Due: Friday, January 16
Points: 10

This time, we gather the actual WH briefing webpages (starting from the list pages we downloaded in the previous assignment). And we use grep to do some rudimentary data scraping.

Deliverables

  • The top ten words in White House Press Briefings

    At the end of this assignment, you should have a folder named wh-briefings, with more than 1,300 HTML files for the Obama administration’s White House briefings.

    Email me a list of the top 10 words, in order of frequency, that are seven letters or longer, used in all of the briefings.

    Use the subject line: Top 10 WH Words via Grep

    Save your code for now. We’ll worry about getting it on Github later.

  • The purpose of this assignment is to get familiar with two practical concepts in computing:

    1. Searching for and isolating patterns in text
    2. Executing a task in the background (or offline)

    Here are several relevant guides that I've created:

    1. A review of the pipes and filters concept
    2. How to grep
    3. Basic regular expressions
    4. How to write a basic shell script
    5. How to run a process in the background

    You should by now have a folder containing the listings of White House briefings, if you finished the previous assignment. If not, feel free to download my archive here:

    http://stash.compciv.org/wh/wh-press-briefings-listings-2015-01-07.zip

    Hints

    You should break this task up into at least 3 discrete steps:

    1. A way to parse the HTML you downloaded in the previous exercise, and extract the URLs for each individual briefing, e.g.

      http://www.whitehouse.gov/the-press-office/2015/01/07/press-gaggle-press-secretary-josh-earnest-en-route-detroit-mi-010715

    2. A scraper that will curl down every briefing and save it to the hard drive.
    3. A way to extract the relevant text from each briefing page, and then performing the word count on just that text (and not on the boilerplate template code or HTML of each page).

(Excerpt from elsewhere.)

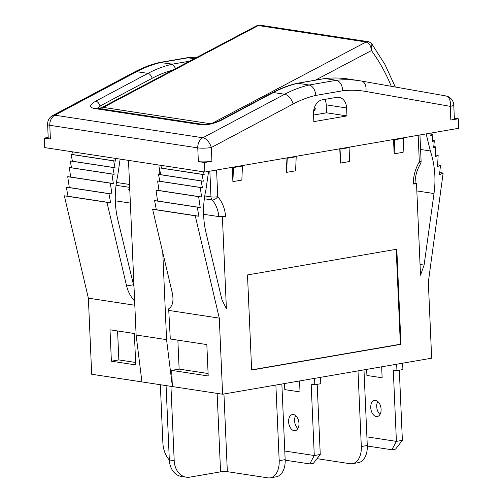 <?xml version="1.0" encoding="UTF-8"?>
<svg xmlns="http://www.w3.org/2000/svg" width="503" height="503" viewBox="0 0 503 503"><rect width="100%" height="100%" fill="white"/><g stroke="black" fill="none" stroke-linecap="round" stroke-linejoin="round"><path stroke-width="0.75" d="M313.834 109.698L315.463 108.837L313.551 111.66M314.419 107.598A12.053 9.274 -81.3 0 1 315.463 108.837M368.121 41.667A4.823 3.71 98.7 0 0 368.007 41.648A4.823 3.71 98.7 0 0 366.083 41.994C369.29 43.258 371.076 46.113 371.44 50.552L371.868 44.006L384.883 64.359L395.32 87.019M256.492 25.86L258.303 25.546A4.823 3.71 -81.3 0 1 260.208 25.2A4.823 3.71 -81.3 0 1 260.214 25.2L256.511 25.848L101.751 107.585M101.725 108.95A4.823 3.71 -81.3 0 1 103.354 107.397L101.763 107.604L100.33 108.742M346.963 115.916L313.859 121.625L313.514 113.672A12.537 9.645 -81.3 0 1 321.304 99.996L337.752 97.161A12.537 9.645 -81.3 0 1 338.802 97.242A12.537 9.645 -81.3 0 1 346.617 107.969L346.963 115.916L326.566 112.804L326.214 104.857A12.537 9.645 98.7 0 0 324.894 99.38M313.57 115.042L326.566 112.804M203.438 171.819L204.205 174.623L201.992 174.359L203.331 181.193L201.118 180.929L202.458 187.764L200.251 187.5L201.609 197L198.641 196.66L200.207 207.506L197.233 207.148L198.93 216.227L195.246 215.787L219.289 318.135L222.609 394.226L172.378 386.562L166.568 339.644L162.758 252.431M159.652 181.237L159.596 180.055M159.357 174.528L158.942 165.028M72.514 151.843L73.281 154.647L71.074 154.383L72.413 161.218L70.2 160.954L71.539 167.788L69.326 167.524L70.684 177.031L67.723 176.685L69.288 187.531L66.314 187.173L68.012 196.252L64.327 195.812L88.371 298.16L91.691 374.251L172.378 386.562L171.668 370.39L179.137 369.108L208.097 373.522M177.873 340.16L179.137 369.108M171.668 370.39L208.204 375.967L206.834 344.58L170.297 339.003L168.668 308.829C172.692 306.201 173.893 300.895 172.265 292.916L152.623 209.279L156.307 209.72L154.61 200.647L157.584 200.999L156.018 190.153L158.979 190.499L157.621 180.992L159.835 181.256L158.495 174.422L160.709 174.686L159.369 167.857L161.576 168.121L160.809 165.317M129.837 191.146A28.929 22.258 98.7 0 0 128.699 189.31L129.768 189.474M454.341 118.167L458.29 118.771L458.705 128.284L204.859 172.039L44.71 147.599L44.295 138.092L48.187 137.42M458.29 118.771L450.82 120.06A9.645 1.534 -2.5 0 0 454.366 118.708L453.769 104.995A9.645 9.645 0 0 0 445.809 95.922L445.809 95.922A9.645 6.162 100 0 1 450.223 106.347A9.645 1.534 -2.5 0 0 453.769 104.995M198.358 161.595A9.645 1.534 -2.5 0 0 211.914 161.237L204.444 162.526L198.358 161.595L197.761 147.882A9.645 1.534 -2.5 0 0 211.317 147.524A9.645 5.344 -118 0 0 202.841 137.772A9.645 7.419 98.7 0 0 197.761 147.882L49.791 125.31A9.645 7.419 -81.3 0 1 54.871 115.193A9.645 5.344 -118 0 0 52.727 115.508L52.727 115.508A9.645 9.645 0 0 0 47.622 124.442A9.645 1.534 -2.5 0 0 49.791 125.31L50.388 139.017L44.295 138.092M47.622 124.442L48.219 138.155A9.645 1.534 -2.5 0 0 50.388 139.017M204.444 162.526L204.859 172.039M415.057 183.293L416.509 183.513L420.514 275.21L424.092 265.094L434.001 193.542A77.148 59.354 98.7 0 0 430.354 150.963L426.154 133.892M431.19 133.025L430.757 135.571L432.913 134.559L432.184 141.745L434.341 140.727L433.617 147.92L435.768 146.901L435.258 156.729L438.144 155.377L437.541 166.594L440.446 165.229L439.559 174.748L443.149 173.057L428.336 282.101L431.656 358.193L222.609 394.226M284.78 451.028L314.281 455.529L311.168 384.191L314.821 384.751L314.545 378.382M314.821 384.751L320.795 383.72L320.518 377.351M317.192 384.342L320.254 454.505L314.281 455.529L309.729 463.923L313.463 463.276L320.254 454.505M295.663 415.623A8.199 5.074 -99.8 0 0 294.588 420.797A8.199 5.074 -99.8 0 0 297.895 428.575M299.536 380.966L300.014 391.938L284.792 389.618L284.522 383.556M288.615 421.822A8.199 5.074 80.2 0 1 292.4 414.535A8.199 5.074 80.2 0 1 298.788 421.753A8.199 5.074 80.2 0 1 295.186 430.694A8.199 5.074 80.2 0 1 288.615 421.822M284.761 383.512L284.792 389.618M285.176 460.176L309.729 463.923M366.907 436.874L396.408 441.376L393.289 370.038L396.942 370.598L396.666 364.229M396.942 370.598L402.916 369.567L402.639 363.197M381.658 366.813L382.135 377.784L366.913 375.464L366.649 369.403M370.742 407.669A8.199 5.074 80.2 0 1 374.521 400.382A8.199 5.074 80.2 0 1 380.916 407.6A8.199 5.074 80.2 0 1 377.307 416.534A8.199 5.074 80.2 0 1 370.742 407.669M366.888 369.359L366.913 375.464M377.784 401.469A8.199 5.074 -99.8 0 0 376.716 406.638A8.199 5.074 -99.8 0 0 380.017 414.422M367.297 446.023L391.85 449.764L395.584 449.122L402.381 440.345L396.408 441.376L391.85 449.764M399.319 370.189L402.381 440.345M130.359 203.099L115.306 200.798M117.589 330.961L118.853 359.909L111.383 361.192L110.012 329.805L134.37 333.52L135.741 364.914L111.383 361.192M118.853 359.909L135.634 362.468M204.344 198.767L212.115 199.949A28.929 22.258 -81.3 0 1 218.836 216.598L225.621 216.416L222.395 216.975L226.4 308.666L221.993 299.933L206.035 232.832A77.148 59.354 -81.3 0 1 205.934 189.644L208.594 171.391M198.93 216.227L156.307 209.72M197.233 207.148L154.61 200.647M195.246 215.787L152.623 209.279M219.289 318.135L169.052 310.47M204.205 174.623L161.576 168.121M201.992 174.359L159.369 167.857M203.331 181.193L160.709 174.686M201.118 180.929L158.495 174.422M202.458 187.764L159.835 181.256M200.251 187.5L157.621 180.992M201.609 197L158.979 190.499M198.641 196.66L156.018 190.153M200.207 207.506L157.584 200.999M134.641 301.127C130.755 296.915 128.076 291.853 126.599 285.949L106.95 202.313L110.635 202.753L108.937 193.674L111.911 194.032L110.346 183.186L113.313 183.532L111.955 174.025L114.162 174.29L112.823 167.455L115.036 167.719L113.697 160.885L115.91 161.149L115.143 158.344M120.129 159.105L117.639 176.169A77.148 59.354 98.7 0 0 117.74 219.358L134.024 286.949M69.288 187.531L111.911 194.032M66.314 187.173L108.937 193.674M218.836 216.598L203.602 214.272M67.723 176.685L110.346 183.186M70.684 177.031L113.313 183.532M69.326 167.524L111.955 174.025M71.539 167.788L114.162 174.29M128.498 160.388L136.118 335.004L141.928 381.915M70.2 160.954L112.823 167.455M72.413 161.218L115.036 167.719M71.074 154.383L113.697 160.885M73.281 154.647L115.91 161.149M68.012 196.252L110.635 202.753M64.327 195.812L106.95 202.313M88.371 298.16L134.823 305.246M136.118 335.004L166.568 339.644M440.446 165.229L437.641 164.795M438.144 155.377L435.346 154.949M435.768 146.901L433.749 146.593M434.341 140.727L432.322 140.419M432.913 134.559L430.983 134.263M443.149 173.057L439.767 172.542M424.092 265.094L420.043 264.477M430.354 150.963L420.583 149.473M418.163 135.269L419.326 161.96A4.823 1.471 31.4 0 1 420.401 164.009A4.823 4.823 0 0 0 421.099 161.287A4.823 0.767 177.5 0 1 419.326 161.96A33.751 25.967 98.7 0 0 413.284 184.073L415 183.287M209.852 171.177L210.971 196.887A4.823 3.71 98.7 0 0 212.115 199.949A4.823 2.59 -41.5 0 0 217.749 196.704A4.823 0.767 177.5 0 1 210.971 196.887L204.746 195.937M394.151 153.83L394.748 139.746L403.702 138.199L403.11 152.283L394.151 153.83L393.528 139.52M340.399 163.091L340.99 149.014L349.95 147.467L349.352 161.551L340.399 163.091L339.77 148.781M286.641 172.359L287.238 158.275L296.198 156.735L295.601 170.813L286.641 172.359L286.018 158.049M232.889 181.621L233.48 167.543L242.44 165.996L241.849 180.08L232.889 181.621L232.26 167.31M403.683 137.765L403.702 138.199M394.748 139.746L394.729 139.312M349.931 147.033L349.95 147.467M340.99 149.014L340.971 148.574M296.198 156.735L296.179 156.295M242.44 165.996L242.421 165.562M233.461 167.109L233.48 167.543M287.219 157.841L287.238 158.275M159.765 62.473L172.447 64.139L175.692 68.534M194.428 58.637L187.223 57.732M361.525 81.058L445.721 95.91A9.645 6.162 100 0 1 445.809 95.922L361.437 81.046A9.645 6.162 100 0 1 365.851 91.471L450.223 106.347L450.82 120.06M348.126 78.99L361.437 81.046A9.645 6.162 100 0 0 361.349 81.027A144.65 111.295 98.7 0 0 359.394 80.706A144.65 111.295 98.7 0 0 336.419 80.298L309.156 85.001C312.885 86.126 315.111 89.597 315.827 95.407L342.75 90.773C342.241 84.919 340.135 81.429 336.419 80.298L325.152 78.581A144.65 111.295 -81.3 0 1 348.126 78.99C340.374 77.808 332.546 77.669 324.655 78.569L297.889 83.278L309.156 85.001A144.65 111.295 98.7 0 0 284.66 94.25A9.645 5.344 62 0 1 293.136 104.002A135.005 103.876 -81.3 0 1 315.827 95.407M272.324 92.684L220.151 120.437A4.823 2.672 62 0 1 221.219 120.28L273.393 92.527A4.823 2.672 62 0 0 272.324 92.684C280.385 88.402 288.665 85.277 297.166 83.309L297.889 83.278A144.65 111.295 -81.3 0 0 273.393 92.527L284.66 94.25L202.841 137.772L54.871 115.193L136.69 71.671A9.645 5.344 -118 0 0 134.546 71.986C142.701 67.647 151.095 64.478 159.74 62.479M297.286 83.284L324.642 78.569M97.513 108.308L100.022 106.02A4.823 2.672 -118 0 0 95.784 101.141C89.647 104.781 89.018 107.202 93.891 108.403L201.062 124.75C207.267 125.241 213.982 123.751 221.219 120.28M416.509 183.513L413.284 184.073M222.395 216.975L220.886 216.743M400.96 344.322L251.645 370.057L247.495 274.94L396.81 249.205L400.96 344.322L400.357 344.228L396.207 249.306M251.638 369.862L400.357 344.228M169.322 459.931A19.284 14.839 98.7 0 0 181.344 476.429L186.217 477.171A19.284 14.839 -81.3 0 1 174.195 460.679L169.322 459.931L166.078 385.6M317.028 458.673L349.962 463.697A19.284 11.934 80.2 0 0 352.408 463.678L358.381 462.647A19.284 11.934 -99.8 0 0 367.284 445.501L361.311 446.532A19.284 11.934 80.2 0 1 352.408 463.678M358.004 370.887L361.311 446.532M217.139 393.39L220.566 471.852A4.823 0.767 177.5 0 1 227.343 471.669L223.948 393.994M275.883 385.046L279.184 460.685A19.284 11.934 80.2 0 1 270.281 477.831A19.284 11.934 80.2 0 1 267.835 477.85L227.343 471.669M286.836 460.427L285.182 460.71M169.322 459.962A19.284 11.934 80.2 0 1 162.878 442.942L160.338 384.726M220.566 471.852L189.952 477.127A19.284 14.839 -81.3 0 1 186.217 477.171M170.945 386.342L174.195 460.679M363.977 369.862L367.284 445.501M270.281 477.831L276.254 476.806A19.284 11.934 -99.8 0 0 285.157 459.654L279.184 460.685M281.856 384.015L285.157 459.654M315.375 80.166L371.44 50.552A185.148 142.456 -81.3 0 1 391.309 86.315M260.214 25.2L367.995 41.642A4.823 3.71 98.7 0 0 367.995 41.642C368.278 41.152 372.346 43.855 371.868 44.006M210.688 123.776L103.354 107.397L258.303 25.546L366.083 41.994L211.719 123.537M126.599 285.949L133.301 284.792M116.048 185.293L129.673 187.374M129.548 184.463L116.451 182.463M434.001 193.542L416.83 190.92M225.621 216.416A33.751 25.967 98.7 0 0 217.749 196.704L216.586 170.014M346.617 107.969L326.214 104.857M189.6 61.184L172.447 64.139A144.65 111.295 98.7 0 0 147.957 73.388L136.69 71.671A144.65 111.295 -81.3 0 1 161.186 62.422L188.449 57.726A144.65 111.295 -81.3 0 1 197.22 57.16M211.914 161.237L211.317 147.524L293.136 104.002M342.75 90.773A135.005 103.876 -81.3 0 1 365.851 91.471M100.135 108.711L100.022 106.02L152.195 78.267A4.823 2.672 -118 0 0 147.957 73.388L95.784 101.141M203.049 124.411A4.823 3.71 98.7 0 0 202.979 124.398A4.823 3.71 98.7 0 0 201.062 124.75M220.151 120.437L214.706 122.682L209.16 124.071L202.979 124.404L95.809 108.051A4.823 3.71 98.7 0 0 93.891 108.403M152.195 78.267A139.828 107.585 -81.3 0 1 172.674 70.124M421.099 161.287L419.948 134.961M415.057 183.406C415.145 176.27 416.93 169.807 420.401 164.009M187.204 57.738L159.985 62.429M52.727 115.508L134.546 71.986M197.321 57.109L187.449 57.7M95.375 108.019L95.809 108.051"/></g></svg>

    I would recommend creating a script for each step, you can even just call them step1.sh, step2.sh, step3.sh.

    Note: If making three files to store what seems like small snippets of code feels like overkill, then you don't have to do it…if you like copying and pasting things from a text file. Go for it. And remember, you can also use the history command to see past commands you've done.

    Step 1. Extract URLs for each individual briefing

    Note: to do this step, you'll need to have all of the pages you downloaded in the previous assignment. You can download and work from my archive here.

    The basis of this first step is similar to the previous homework: you need to get all the relevant URLs to run through a for loop to curl them down. Unfortunately, unlike the previous homework, you can't just iterate through a sequence of numbers.

    Use the source, Luke

    If you're new to HTML, it's worth scouting out the situation in your browser. Visit one of the briefing listings on the White House site and view the source HTML (on Chrome, you can right-click to bring up a pop-up menu, and then select View Source ):

    img

    This will bring up the raw HTML in the browser, which in Chrome, is not too painful to read:

    img

    Let's browse the raw HTML via the command-line.

    Assuming you have the resulting pages of the last assignment in a subdirectory named wh-listings, grep any one of the pages for href (which is part of the raw HTML code use to designate a URL) and then count the lines with wc:

    grep 'href' wh-listings/1.html | wc -l
    

    On a typical page, you'll find more than 240 links. Just by viewing each briefings listing, you should be able to eyeball that there are just 10 actual briefings per page.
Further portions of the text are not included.